The latest variant seems to have been added in todays update.

25.07.2004 Twenty-sixth add-on for Dr.Web® 4.31
Twenty-sixth add-on increases number of Dr.Web® virus records on 224:
BackDoor.Hackamy(15)

http://www.sald.com/news1.html

 

Hell !
something's wrong...
here is what I get:

Virus records: 52557
ArnoldSchwarzenegger.zip - archive ZIP
>>ArnoldSchwarzenegger.zip/Arnold Schwarzenegger.scr - Ok
ArnoldSchwarzenegger.zip - Ok

online scanner test at 10:57 PM (GMT)

 

This is detected by NOD32 as of this writing.

EDIT: The version detected is a variant. At this end, as of now, the above file isn't detected by NOD32--at least not on my box.

 

thank you for your help JimIT !

 

Maybe it is not the same as the sample you have
Might be time for submission perhaps?... http://www.dials.ru/english/support/

 

DrWeb detects it now

Virus records: 52571
ArnoldSchwarzenegger.zip - archive ZIP
>>ArnoldSchwarzenegger.zip/Arnold Schwarzenegger.scr infected BackDoor.Hackamy

What about NOD32 ? (my licence expired)

 

Backdoor.Hackarmy.gen = a GENERIC detection of kav engine. this means that it's a large signature to detect many different variants of the same backdoor.

 

Thank you Illukka for this remark
That proves that KAV is a step ahead in terms in sig. detection

I just hope Eset will include it as soon as possible.

 

Norman Virus Control is real great thing! Strange that it isn't so well-known as KAV or F-prot.

 

Hi,

As a side note to this, you could submit the file here:

http://virusscan.jotti.dhs.org/

OsamaFoundDead.zip has been submitted 11 times aleady but it's a good
site to use when you have a new virus that doesn't seem to be picked up,
as it scans with various AV vendors.

Don't abuse the service as Jotti is doing all this for free!
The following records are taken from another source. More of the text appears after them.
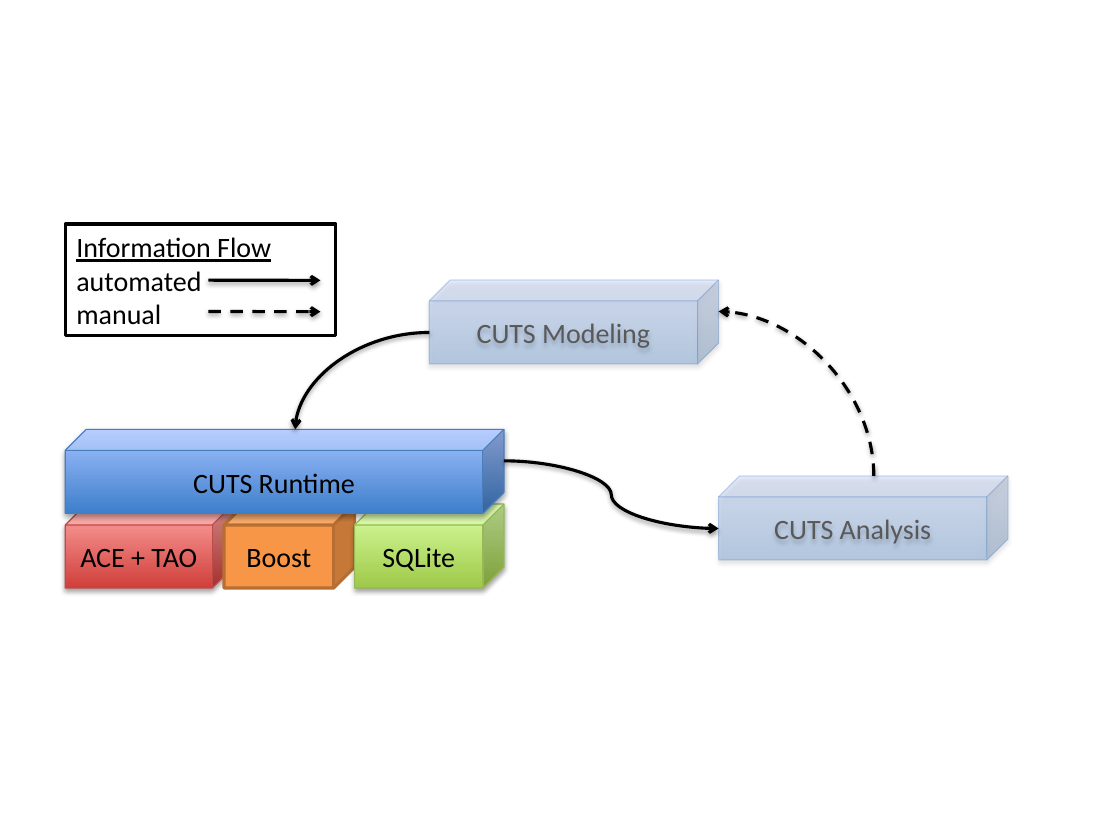
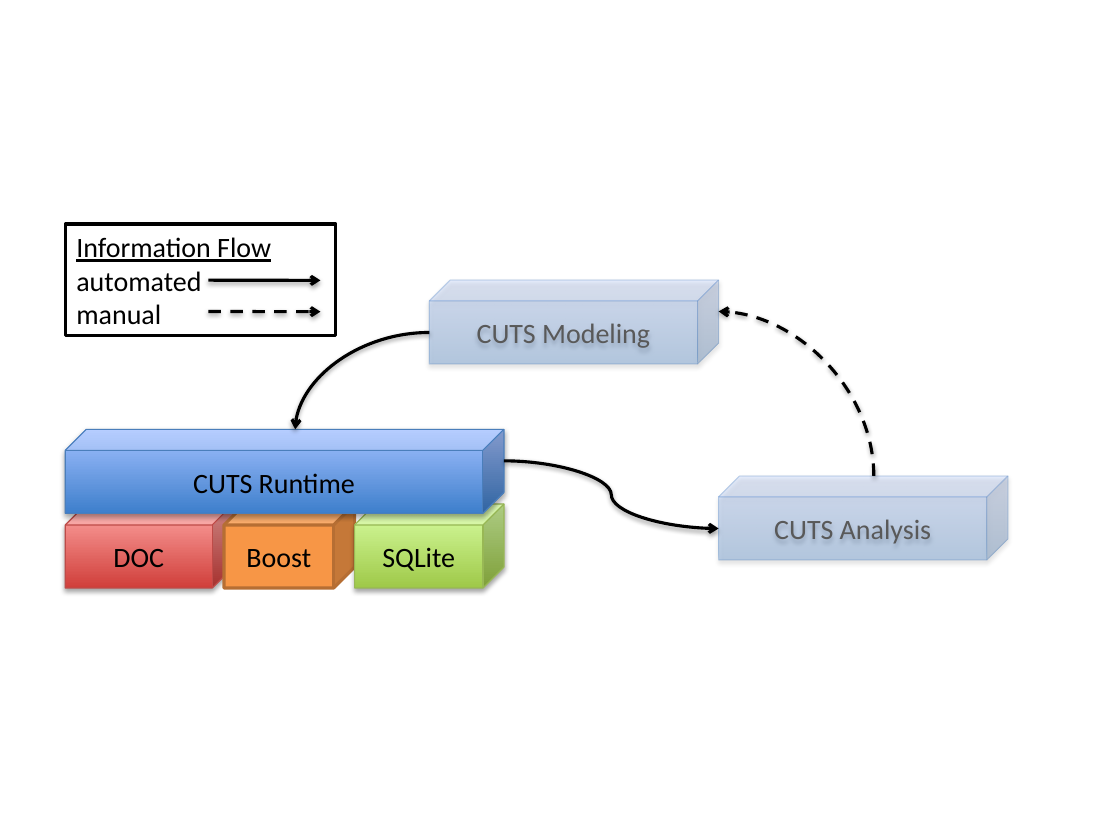
Before and after one commit to Klades/CUTS, a slide deck: slide 1 of CUTS/docs/manual/other/drawing-palette.pptx. Drawn at 1120x840 pixels with LibreOffice and Linux fonts; fonts in the diff are those of the drawing. Boxes give left, top, right and bottom in pixels: in the first picture for what was removed or moved away, otherwise in the second. Text is boxed around its words. In the diff, an @@ line names an element or a change of style, - is before the commit and + after.

```diff
--- a/CUTS/docs/manual/other/drawing-palette.pptx
+++ b/CUTS/docs/manual/other/drawing-palette.pptx
@@ text in cube at (113,549,164,567): text changed @@
-ACE + TAO
+DOC
```
Also in this commit, not shown: 10 other files.

ClamAV (and other AV vendors on the site) also get to see the "missed"/"new" viruses that people submit using the service, so we can all benefit

Cheers,

Steve

 

Well, I would say due to its flaws when it comes to find ITW virus.
Norman shows to be -Excellent- in heuristic, only good for ITW.

And I think I'll choose NVC instead of renewing my NOD32 licence
but it's worth 60 bucks...

 

Yes, it's detected now.

 

eTrust detects it since yesterday (Ithink )

Info.

 

What is an ITW ?

 

Avast can't detect this one :-(

 

http://www.f-secure.com/virus-info/wild.html
http://www.wildlist.org/

 

how is that? It's added on July 23
VPS history

 

Maybe a variant...
I got one but I'll not post it here, and you know why
This file comes with an archive called ArnoldSchwarzenegger.zip

Edit:
Now this topic could be closed, this trojan is now detected by most vendors.

AntiVir BDS/Hackarmy.D (1.23 seconds taken)
BitDefender Backdoor.SDBot.Gen (probable variant) (3.11 seconds taken)
ClamAV Trojan.SdBot.Gen-94 (5.13 seconds taken)
Dr.Web BackDoor.Hackamy (6.31 seconds taken)
F-Prot Antivirus security risk or a "backdoor" program (0.37 seconds taken)
F-Secure Anti-Virus Backdoor.Hackarmy.gen (4.02 seconds taken)
Kaspersky Anti-Virus Backdoor.Hackarmy.gen (3.92 seconds taken)
McAfee VirusScan BackDoor-AZV (3.02 seconds taken)
Norman Sandbox: W32/Backdoor

 

http://www.thedvdforums.com/forums/images/smilies/cuckoo.gif

 

i'd say it proves just that KAV has received more samples of this backdoor than other vendors. you really need a lot of samples/variants to make a generic detection that is worth something.. a LOT that is

 

Hackarmy is a (slightly) stripped down variant of SDBot

 

No.Avast can't detect him now.He only detects of Osamafoundead and not the Arnold file

 

Sorry not to see Panda mentioned, as Titanium caught this bugger rightaway.

Panda is doing a great job for me for a long time already and it surprises me not to read much about it!
Great scanner, light, fast, simple, great updates, malware detection, mail scan! It's not highly configurable, but it does the job perfectly as far as I'm concerned.



Putin

 

Not each year. But you can pay that price for a 3 year license which now makes NVC a consideration for Home users;
https://www.wilderssecurity.com/showthread.php?t=42126&highlight=Norman Virus Control

If they both run well on your system, personally I would stay with NOD.